I call it the Bagger 2000

I promise that some day I will write about something other than making kits, but for now that's what I'm all about. Today I'm pleased as punch about my new semi-automatic small parts bagging tool, which I call the Bagger 2000 (because it holds and fills 20 bags at a time, and because 2000 is a hundred times better than 20 as a model number).

The issue is this: we need to fill hundreds of 2" x 4" poly bags with lots of little nuts, bolts, and small plastic parts. Each bag gets a dozen or more different parts, and sometimes a dozen or more of one particular part.

We had been doing this using a batch of 20 pill counters (small trays with a trough on the side, designed for counting out pills in a pharmacy). This works, but it is tedious, and the sides of the trays are very low, meaning there is a constant danger of a part getting knocked out before it's emptied into the bag.

What I wanted was some kind of system where I could drop parts directly into the bags using a funnel, or something like that. But it would have to be 20 funnels, one for each bag in the batch, and I couldn't think of a good idea for how to hold the bag onto the end of the funnel, how to hold up the funnels, and so on. Until I realized that I own a laser cutter and have been practicing my inventing skills.

Here is the result: the Bagger 2000!

Being made entirely of clear acrylic, this object is actually quite difficult to decipher from a photo, so here's a short video that gives a better idea of its three-dimensional structure. There are 20 individual rectangular funnels: at the bottom of each, the acrylic sides have been bent around to form little upwards-pointing hooks.

To use the device, you flip it upside down and load it with 20 poly bags. The acrylic clips grip the zip closure on the poly bags. Flip it back right-side-up and you have twenty bags hanging underneath 20 funnels.

You can drop items directly into the bags. Here I've added the screwdriver and wrench included with most of the kits:

But dropping things straight into the bag is not ideal, because (a) it's very hard to recover if you accidentally drop in too many, and (b) it's hard to double-check that you got the right number, for items where there are multiples. (E.g., did I just drop in 3 or 4 of those tiny screws?)

What's needed is a staging area where items can be laid out in plain sight, before being dropped down into the bag. My big breakthrough on this project was realizing that the semi-automatic parts counter (described in an earlier blog post) was perfect for this job. The funnel array has exactly the same dimensions and spacing as the parts dropper, so when the dropper is placed on top of the funnels, they line up perfectly.

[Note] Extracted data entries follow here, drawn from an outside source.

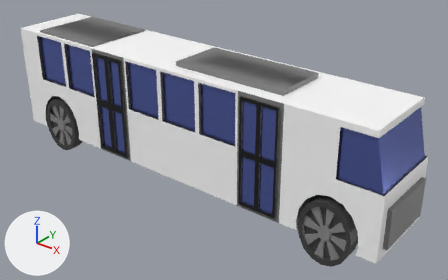
One commit to the FBX model Demo-Trafic/Assets/FBX/Autobus.fbx: the scene before it, then after it.
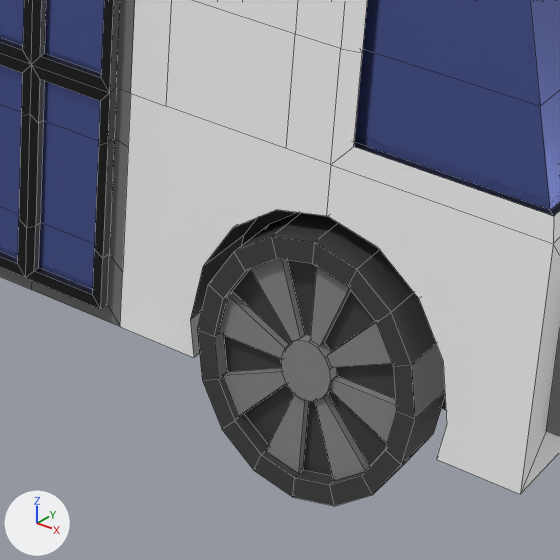
The first picture shows the older version from a 50 mm camera at (10.16, -11.33, 8.62) aimed at (0.73, 0.45, 1.31). The close-ups show both versions on the part from 56% to 86% of the width and 51% to 100% of the height of that picture; other places that the commit changed are outside them. The axes (+X, +Y, +Z) are drawn at lower left. The lights are the same throughout. The close-ups show mesh edges as thin lines. Where no turn or scale is listed for an object, it has been applied to the vertices. Vertices at the same position are counted once.

Names of what the first close-up shows: 'Autobus', 'Roue-AvD.001'.
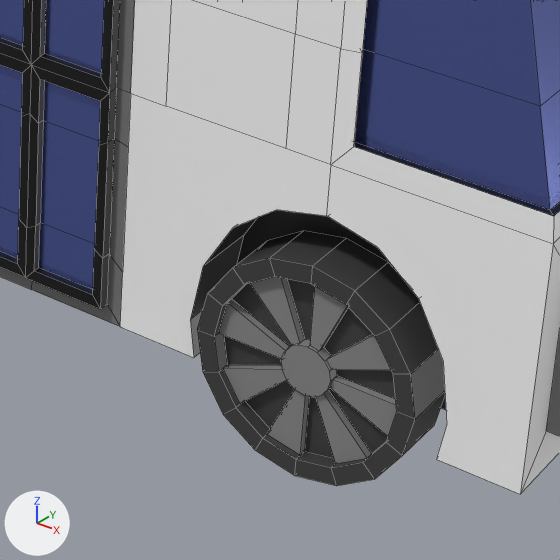
Where the newer file only moved an object's origin or applied its transform, the numbers keep the older frame.

Boxes [x1, y1, x2, y2] around the edits, measured in the close-ups (560 x 560 px):
'Roue-AvD.001', mesh rescaled, moved (13% shorter): before [197, 213, 445, 506]; after [197, 231, 445, 486]

Diff of the bpy script that builds the scene:
```diff
--- a/Demo-Trafic/Assets/FBX/Autobus.fbx.py
+++ b/Demo-Trafic/Assets/FBX/Autobus.fbx.py
@@ me_cylinder_008 @@
 me_cylinder_008.from_pydata(...)  # 128 vertices, 114 faces; spans x 4.09..5.43, y -1.09..-0.74, z 0.0..1.63
 # used by ob_roue_avd_001; location = (0.0, 0.0, 0.0)
+# me_cylinder_008 part 1: the whole mesh is scaled about its middle by (1, 1, 0.823), then moved by (-4.76, 1.01, -0.82)
 me_cylinder_008.materials.append(mat_caoutchouc)
@@ ob_roue_avd_001 @@
 ob_roue_avd_001 = bpy.data.objects.new('Roue-AvD.001', me_cylinder_008)
-ob_roue_avd_001.location = (0.0, 0.0, 0.0)
+ob_roue_avd_001.location = (4.758, -1.011, 0.817)
```

Here is a video showing how an assortment of different lengths of screws (manually counted and placed on the parts dropper) can be inspected before being dropped:

Here's a side view showing how the parts are guided down into the bag.

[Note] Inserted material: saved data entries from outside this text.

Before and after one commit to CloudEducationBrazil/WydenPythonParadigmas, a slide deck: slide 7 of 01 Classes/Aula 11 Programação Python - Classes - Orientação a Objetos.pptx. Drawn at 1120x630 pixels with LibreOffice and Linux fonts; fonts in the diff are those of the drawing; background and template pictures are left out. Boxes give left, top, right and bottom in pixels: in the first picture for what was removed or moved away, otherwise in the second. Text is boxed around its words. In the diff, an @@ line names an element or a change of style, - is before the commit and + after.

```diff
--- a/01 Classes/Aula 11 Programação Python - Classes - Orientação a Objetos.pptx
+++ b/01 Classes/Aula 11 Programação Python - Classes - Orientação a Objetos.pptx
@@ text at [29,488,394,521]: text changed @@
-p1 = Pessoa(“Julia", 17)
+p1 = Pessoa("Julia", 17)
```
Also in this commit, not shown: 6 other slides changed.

Basically this is the exact equivalent of a German "inspection toilet", which includes a special staging area to hold your you-know-what before it gets flushed down to the big poly bag at the end of the pipe. (They do this because they think it's important to inspect your you-know-what for any signs of health or diet problems every single time. Yes, this is for real, though becoming less popular over time, as I understand it.)

Where the Bagger 2000 really shines is when it's combined with the parts counting feature of the parts dropper. Here the parts counter, positioned on top of the Bagger, is being loaded with 16 hex nuts for each bag. You just wipe a pile of nuts over the counting plate.

Then, after double-checking that all the holes in the template are filled, you simply pull back the gate and presto-magic, all the nuts are dropped perfectly into their respective bags. 320 nuts (16 times 20) counted and put in bags in about a minute!

When the bags are finished, you just pick them like ripe fruit from the underside of the Bagger:

This machine has at least doubled the speed of filling the average kit bag, and I think it will also contribute to a lower error rate.

I'm just about ready to start wondering how other people solve similar problems. My approach to learning about a new area is often to try to do it myself first, without looking too closely at how other people do it. Then, when I feel like I have a really good handle on what the issues are and where the difficult problems are to be found (i.e. what have I not been able to figure out myself), then I'll do some research. Usually I find out that there are much better solutions, but I feel it's worth doing the messing-around phase first, because that's the only way I can properly appreciate how clever the better solutions are.